白夜の体毛が銀色に染まっていて、その全身から電撃がほとばしっていた。
「さらなる変身を可能とするガルヴォルスでしたか。それでも私たちを脅かすことは叶いませんが。」
「そうしなければ私たちが生きている意味がなくなる・・・!」
淡々と言いかける良夫に向けて、小夜が声をかけてきた。彼女も髪が紅くなっていて、変貌を遂げていた。
「あなたにはガルヴォルスの遺伝子が組み込まれていましたね。そのような変化があっても不思議ではないですか。」
「私たちの人生を狂わせたお前たちを、私たちは絶対に許さない・・お前を八つ裂きにして、他の上層部も根絶やしにしてやる・・・!」
「本当に物分かりが悪いですね。それは絶対に実現しないことだと・・」
「実現させる!それ以外に私たちに道はない!」
嘲笑してくる良夫に小夜が言い放つ。彼女は素早く動いて、一気に良夫の眼前まで詰め寄ってきた。
「私たちは、お前たちを絶対に許さない・・・!」
小夜が鋭く言ってから、良夫に向けて刀を振りかざす。良夫の首元を狙った刀だが、切っ先は彼の首にわずかに届いていない。
「あなたたちが何をしようと、私たちに害をもたらすことはできません。」
良夫が小夜を蹴り飛ばした直後だった。白夜が飛び込んできて、良夫に爪を叩き込んできた。

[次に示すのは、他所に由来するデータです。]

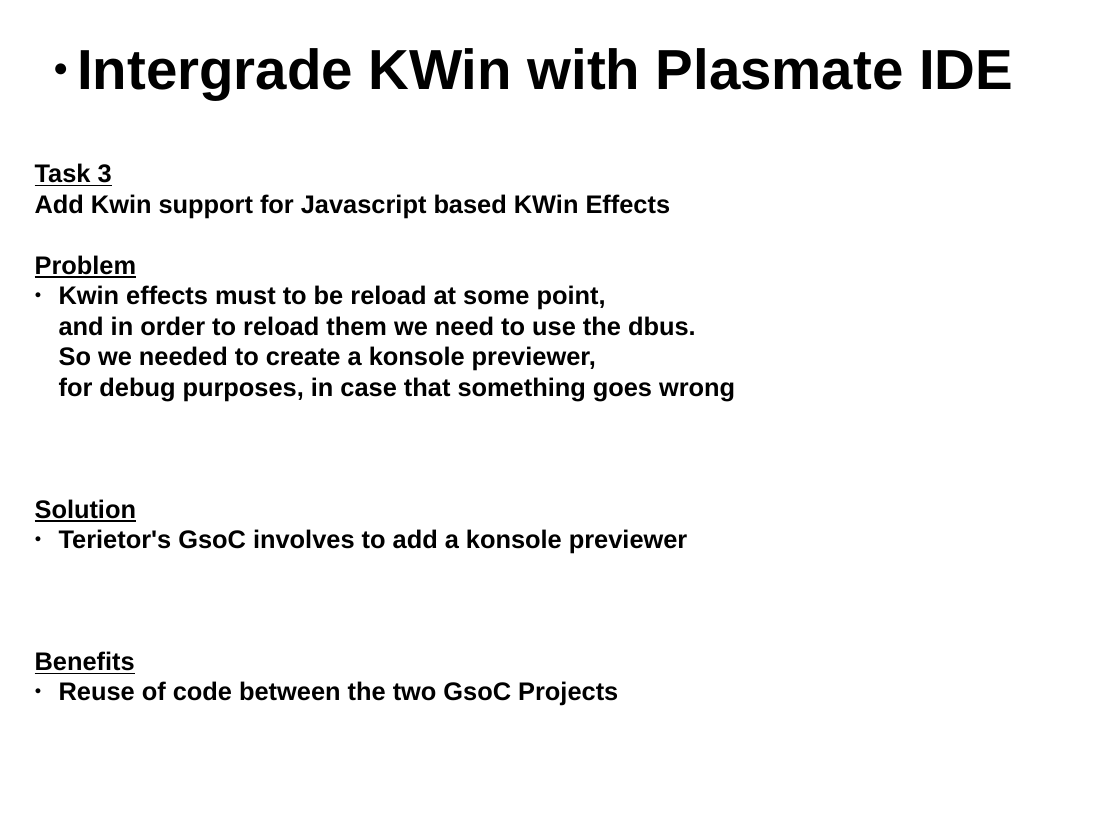
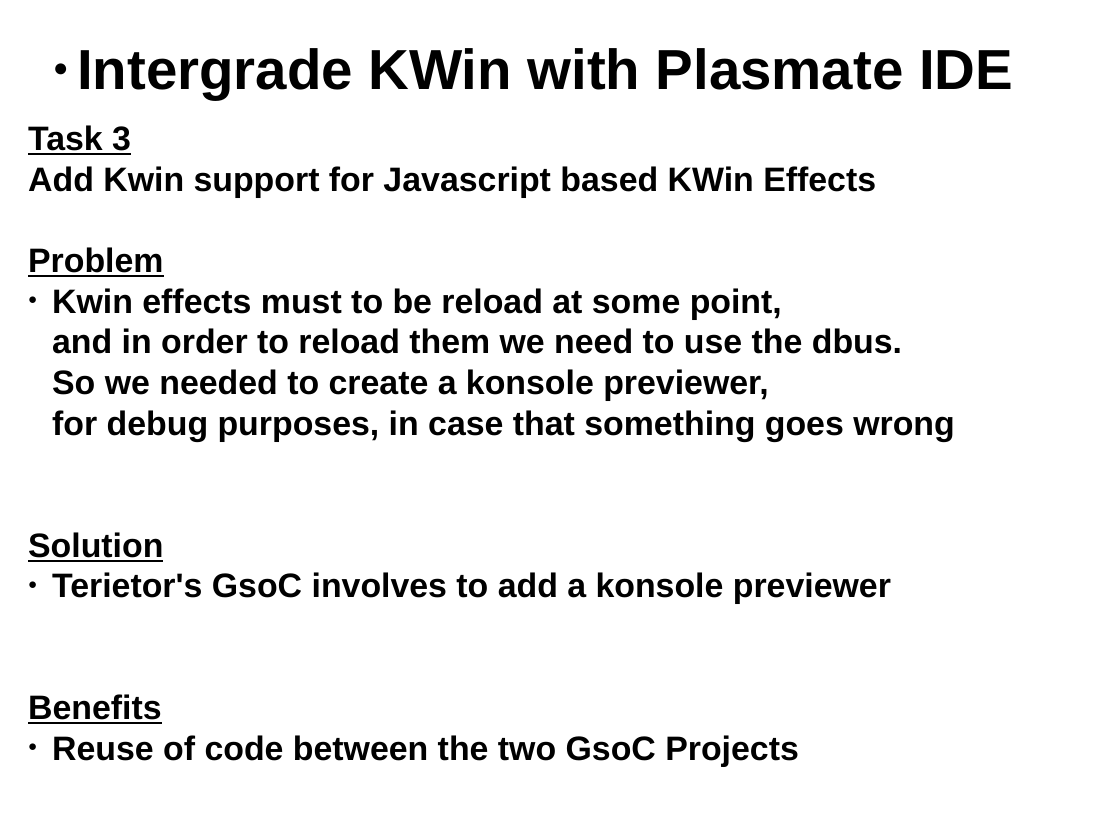
Before and after one commit to gtsiap/presenations, a slide deck: slide 10 of openSUSE gr Summer Camp 2012/plasmate.odp. Drawn at 1120x840 pixels with LibreOffice and Linux fonts; fonts in the diff are those of the drawing; background and template pictures are left out. Boxes give left, top, right and bottom in pixels: in the first picture for what was removed or moved away, otherwise in the second. Text is boxed around its words. In the diff, an @@ line names an element or a change of style, - is before the commit and + after.

```diff
--- a/openSUSE gr Summer Camp 2012/plasmate.odp
+++ b/openSUSE gr Summer Camp 2012/plasmate.odp
@@ text "Task 3": place and size @@
-text "Task 3" at <box>35,163,735,706</box>
+text "Task 3" at <box>28,125,954,767</box>
@@ text "Task 3" at <box>28,125,954,767</box>: size 18 to 24 pt @@
```
Also in this commit, not shown: 14 other slides changed.

突き飛ばされるも大きなダメージを負っていない良夫。だが彼が着地したのは、走行中のトラックの荷台だった。
「くっ!・・逃がすことになったか・・・!」
良夫を引き離してしまったことに、白夜が毒づく。
「探しに行くしかないようね・・野放しにするわけにはいかない・・・!」
「そのつもりだ・・どこにいようと、必ず見つけ出す・・・!」
小夜と白夜が力を抑えてから、良夫を追って走り出した。
走行中のトラックに着地してしまったため、小夜と白夜から離れてしまった良夫。彼は断罪と称してトラックの運転手を殺害して、気分を落ち着けていた。
「このようなことになるとは私も予想していませんでした。ですがあのまま戦っていても、2人が後から来るとしても、私たちがヤツらに屈することはないのです。」
戦いが中断されても、良夫は悠然さを保っていた。
「今は天上姉妹の処分が先です。私たちの人権を侵害して、何もとがめられないと思うことこそ罪というものです。」
良夫はミナとランに狙いを戻して、人間の姿に戻って歩き出していった。
ユウマの家で、ミナは疲れて再び眠ってしまった。ユウマも彼女を寝かせたまま、自分も就寝していた。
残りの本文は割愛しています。